Files
alo-cluster/CLAUDE.md

4.3 KiB

Claude Code Quick Reference

NixOS cluster configuration using flakes. Homelab infrastructure with Nomad/Consul orchestration.

Project Structure

├── common/
│   ├── global/          # Applied to all hosts (backup, sops, users, etc.)
│   ├── compute-node.nix # Nomad client + Consul agent + NFS client
│   ├── cluster-node.nix # Nomad server + Consul server (for quorum members)
│   ├── nfs-services-server.nix   # NFS server + btrfs replication (zippy)
│   └── nfs-services-standby.nix  # NFS standby + receive replication (c1, c2)
├── hosts/
│   ├── c1/, c2/, c3/    # Cattle nodes (compute, quorum members)
│   ├── zippy/           # Primary storage + NFS server + stateful workloads
│   ├── fractal/         # (Proxmox, will become NixOS storage node)
│   ├── sunny/           # (Standalone ethereum node, not in cluster)
│   └── chilly/          # (Home Assistant VM, not in cluster)
├── docs/
│   ├── CLUSTER_REVAMP.md    # Master plan for architecture changes
│   ├── MIGRATION_TODO.md    # Tracking checklist for migration
│   └── NFS_FAILOVER.md      # NFS failover procedures
└── services/            # Nomad job specs (.hcl files)

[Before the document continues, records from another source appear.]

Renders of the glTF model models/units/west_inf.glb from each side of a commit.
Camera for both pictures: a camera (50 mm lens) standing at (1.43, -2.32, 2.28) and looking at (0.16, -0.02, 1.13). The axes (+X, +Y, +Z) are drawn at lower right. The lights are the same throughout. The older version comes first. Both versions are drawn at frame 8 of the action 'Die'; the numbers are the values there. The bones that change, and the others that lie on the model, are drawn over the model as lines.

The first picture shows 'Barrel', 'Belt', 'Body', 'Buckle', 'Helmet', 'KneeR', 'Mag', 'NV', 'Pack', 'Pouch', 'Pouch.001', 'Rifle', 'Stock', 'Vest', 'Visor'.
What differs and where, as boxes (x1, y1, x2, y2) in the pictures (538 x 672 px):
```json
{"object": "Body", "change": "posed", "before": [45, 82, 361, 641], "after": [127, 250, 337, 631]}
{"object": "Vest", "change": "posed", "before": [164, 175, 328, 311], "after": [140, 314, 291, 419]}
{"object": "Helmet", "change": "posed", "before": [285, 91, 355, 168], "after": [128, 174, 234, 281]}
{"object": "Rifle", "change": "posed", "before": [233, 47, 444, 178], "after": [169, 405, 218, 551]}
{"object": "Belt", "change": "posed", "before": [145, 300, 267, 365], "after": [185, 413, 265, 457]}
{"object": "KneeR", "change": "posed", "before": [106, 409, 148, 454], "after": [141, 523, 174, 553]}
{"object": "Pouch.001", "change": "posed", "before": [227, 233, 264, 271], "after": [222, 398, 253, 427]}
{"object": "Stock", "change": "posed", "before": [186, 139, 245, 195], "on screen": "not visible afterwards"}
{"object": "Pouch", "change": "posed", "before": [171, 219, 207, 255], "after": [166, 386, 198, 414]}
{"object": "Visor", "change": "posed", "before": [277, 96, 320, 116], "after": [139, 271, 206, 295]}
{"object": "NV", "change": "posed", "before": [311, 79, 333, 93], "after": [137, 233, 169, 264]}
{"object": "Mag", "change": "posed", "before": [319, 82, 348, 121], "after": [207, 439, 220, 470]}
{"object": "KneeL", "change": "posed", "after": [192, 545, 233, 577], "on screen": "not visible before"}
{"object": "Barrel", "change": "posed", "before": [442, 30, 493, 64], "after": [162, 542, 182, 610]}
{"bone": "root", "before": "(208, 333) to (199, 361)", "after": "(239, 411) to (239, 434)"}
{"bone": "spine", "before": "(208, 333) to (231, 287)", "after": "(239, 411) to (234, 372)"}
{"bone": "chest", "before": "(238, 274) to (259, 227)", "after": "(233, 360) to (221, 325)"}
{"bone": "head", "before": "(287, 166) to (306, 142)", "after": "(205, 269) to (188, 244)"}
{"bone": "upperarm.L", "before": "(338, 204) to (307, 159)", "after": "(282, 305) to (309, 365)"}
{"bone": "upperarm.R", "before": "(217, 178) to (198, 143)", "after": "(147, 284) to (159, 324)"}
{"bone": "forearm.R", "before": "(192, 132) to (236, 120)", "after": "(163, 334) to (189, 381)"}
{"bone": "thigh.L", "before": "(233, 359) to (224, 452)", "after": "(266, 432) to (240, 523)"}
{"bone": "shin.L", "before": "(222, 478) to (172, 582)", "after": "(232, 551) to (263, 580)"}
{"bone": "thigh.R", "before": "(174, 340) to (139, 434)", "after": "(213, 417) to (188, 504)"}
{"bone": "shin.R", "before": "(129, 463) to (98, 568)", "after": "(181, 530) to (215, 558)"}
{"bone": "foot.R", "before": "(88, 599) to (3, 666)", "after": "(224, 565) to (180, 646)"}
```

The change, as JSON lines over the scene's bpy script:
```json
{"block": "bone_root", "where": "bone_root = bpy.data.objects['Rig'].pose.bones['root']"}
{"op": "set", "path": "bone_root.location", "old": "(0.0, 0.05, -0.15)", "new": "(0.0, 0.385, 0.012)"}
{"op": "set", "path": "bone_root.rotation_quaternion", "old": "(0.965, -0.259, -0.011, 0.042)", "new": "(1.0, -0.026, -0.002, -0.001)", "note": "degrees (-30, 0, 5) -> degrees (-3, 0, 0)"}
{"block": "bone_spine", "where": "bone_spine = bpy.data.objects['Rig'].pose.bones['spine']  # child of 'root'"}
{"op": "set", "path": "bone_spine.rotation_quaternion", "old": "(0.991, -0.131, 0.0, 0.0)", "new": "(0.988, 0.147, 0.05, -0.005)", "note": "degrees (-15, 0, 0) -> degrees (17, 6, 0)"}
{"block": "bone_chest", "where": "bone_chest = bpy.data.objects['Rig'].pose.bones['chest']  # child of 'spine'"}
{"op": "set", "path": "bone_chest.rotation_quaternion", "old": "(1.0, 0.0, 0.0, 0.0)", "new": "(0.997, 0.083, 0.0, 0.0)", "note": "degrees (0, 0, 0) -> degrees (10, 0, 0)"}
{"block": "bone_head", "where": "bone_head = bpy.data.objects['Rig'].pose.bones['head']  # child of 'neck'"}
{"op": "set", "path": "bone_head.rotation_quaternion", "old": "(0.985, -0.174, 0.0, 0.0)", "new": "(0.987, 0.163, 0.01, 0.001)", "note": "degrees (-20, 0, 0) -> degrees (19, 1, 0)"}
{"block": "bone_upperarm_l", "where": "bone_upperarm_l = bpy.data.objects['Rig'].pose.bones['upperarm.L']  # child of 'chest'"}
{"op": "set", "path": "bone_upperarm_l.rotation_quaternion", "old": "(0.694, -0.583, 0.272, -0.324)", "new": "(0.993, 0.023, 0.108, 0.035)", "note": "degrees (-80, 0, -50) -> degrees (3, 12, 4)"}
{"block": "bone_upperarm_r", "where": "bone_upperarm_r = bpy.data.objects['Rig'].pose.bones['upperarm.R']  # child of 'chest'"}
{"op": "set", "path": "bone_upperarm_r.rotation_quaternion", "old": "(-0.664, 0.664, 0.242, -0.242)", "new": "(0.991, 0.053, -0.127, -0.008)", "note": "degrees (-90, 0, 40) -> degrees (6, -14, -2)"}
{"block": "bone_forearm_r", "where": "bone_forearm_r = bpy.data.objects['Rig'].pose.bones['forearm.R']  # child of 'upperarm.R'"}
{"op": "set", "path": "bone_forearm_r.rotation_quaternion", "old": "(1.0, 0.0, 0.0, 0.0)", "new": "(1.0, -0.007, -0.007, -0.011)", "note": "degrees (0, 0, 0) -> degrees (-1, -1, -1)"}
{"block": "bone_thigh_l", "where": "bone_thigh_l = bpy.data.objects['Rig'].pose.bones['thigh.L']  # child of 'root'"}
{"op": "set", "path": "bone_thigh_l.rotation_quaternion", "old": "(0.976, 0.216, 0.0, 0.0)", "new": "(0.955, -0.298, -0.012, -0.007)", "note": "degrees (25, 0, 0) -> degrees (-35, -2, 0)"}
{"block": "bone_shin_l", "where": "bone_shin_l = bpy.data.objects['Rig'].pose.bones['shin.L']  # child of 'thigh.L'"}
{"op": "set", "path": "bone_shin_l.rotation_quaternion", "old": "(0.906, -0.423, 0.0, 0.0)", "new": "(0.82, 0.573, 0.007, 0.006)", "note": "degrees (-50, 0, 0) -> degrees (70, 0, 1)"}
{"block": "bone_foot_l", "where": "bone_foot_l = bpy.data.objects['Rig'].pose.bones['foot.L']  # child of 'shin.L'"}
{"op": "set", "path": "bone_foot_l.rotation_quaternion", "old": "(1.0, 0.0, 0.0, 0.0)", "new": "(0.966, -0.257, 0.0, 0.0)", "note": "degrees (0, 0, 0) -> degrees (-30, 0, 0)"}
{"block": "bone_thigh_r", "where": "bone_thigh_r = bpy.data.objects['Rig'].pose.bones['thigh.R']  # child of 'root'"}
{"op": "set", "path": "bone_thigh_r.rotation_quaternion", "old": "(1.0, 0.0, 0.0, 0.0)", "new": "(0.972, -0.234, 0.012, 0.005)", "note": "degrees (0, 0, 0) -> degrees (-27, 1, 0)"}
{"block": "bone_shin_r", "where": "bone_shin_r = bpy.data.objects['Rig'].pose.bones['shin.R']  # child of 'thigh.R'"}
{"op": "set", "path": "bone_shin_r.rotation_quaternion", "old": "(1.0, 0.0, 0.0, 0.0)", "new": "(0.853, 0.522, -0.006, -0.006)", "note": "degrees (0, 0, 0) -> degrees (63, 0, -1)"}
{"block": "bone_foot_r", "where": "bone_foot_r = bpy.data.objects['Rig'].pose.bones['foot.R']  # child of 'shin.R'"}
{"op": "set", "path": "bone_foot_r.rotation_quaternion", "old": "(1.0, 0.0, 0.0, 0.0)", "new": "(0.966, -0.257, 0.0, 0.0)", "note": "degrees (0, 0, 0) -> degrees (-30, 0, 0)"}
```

Current Architecture (transitioning)

OLD: GlusterFS on c1/c2/c3 at /data/compute (being phased out) NEW: NFS from zippy at /data/services (current target)

Storage Mounts

  • /data/services - NFS from data-services.service.consul (zippy primary, c1 standby)
  • /data/media - CIFS from fractal (existing, unchanged)
  • /data/shared - CIFS from fractal (existing, unchanged)

Hosts

  • c1, c2, c3: Cattle nodes, run most workloads, Nomad/Consul quorum
  • zippy: Primary NFS server, runs databases (affinity), replicates to c1 every 5min
  • fractal: Storage node (Proxmox/ZFS), will join quorum after GlusterFS removed
  • sunny: Standalone ethereum staking node
  • chilly: Home Assistant VM

Key Patterns

NFS Server/Standby:

  • Primary (zippy): imports nfs-services-server.nix, sets standbys = ["c1"]
  • Standby (c1): imports nfs-services-standby.nix, sets replicationKeys = [...]
  • Replication: btrfs send/receive every 5min, incremental with fallback to full

Backups:

  • Kopia client on all nodes → Kopia server on fractal
  • Backs up /persist hourly via btrfs snapshot
  • Excludes: services@* and services-standby/services@* (replication snapshots)

Secrets:

  • SOPS for secrets, files in secrets/
  • Keys managed per-host

Migration Status

Phase: 4 in progress (20/35 services migrated) Current: Migrating services from GlusterFS → NFS Next: Finish migrating remaining services, update host volumes, remove GlusterFS Later: Convert fractal to NixOS (deferred)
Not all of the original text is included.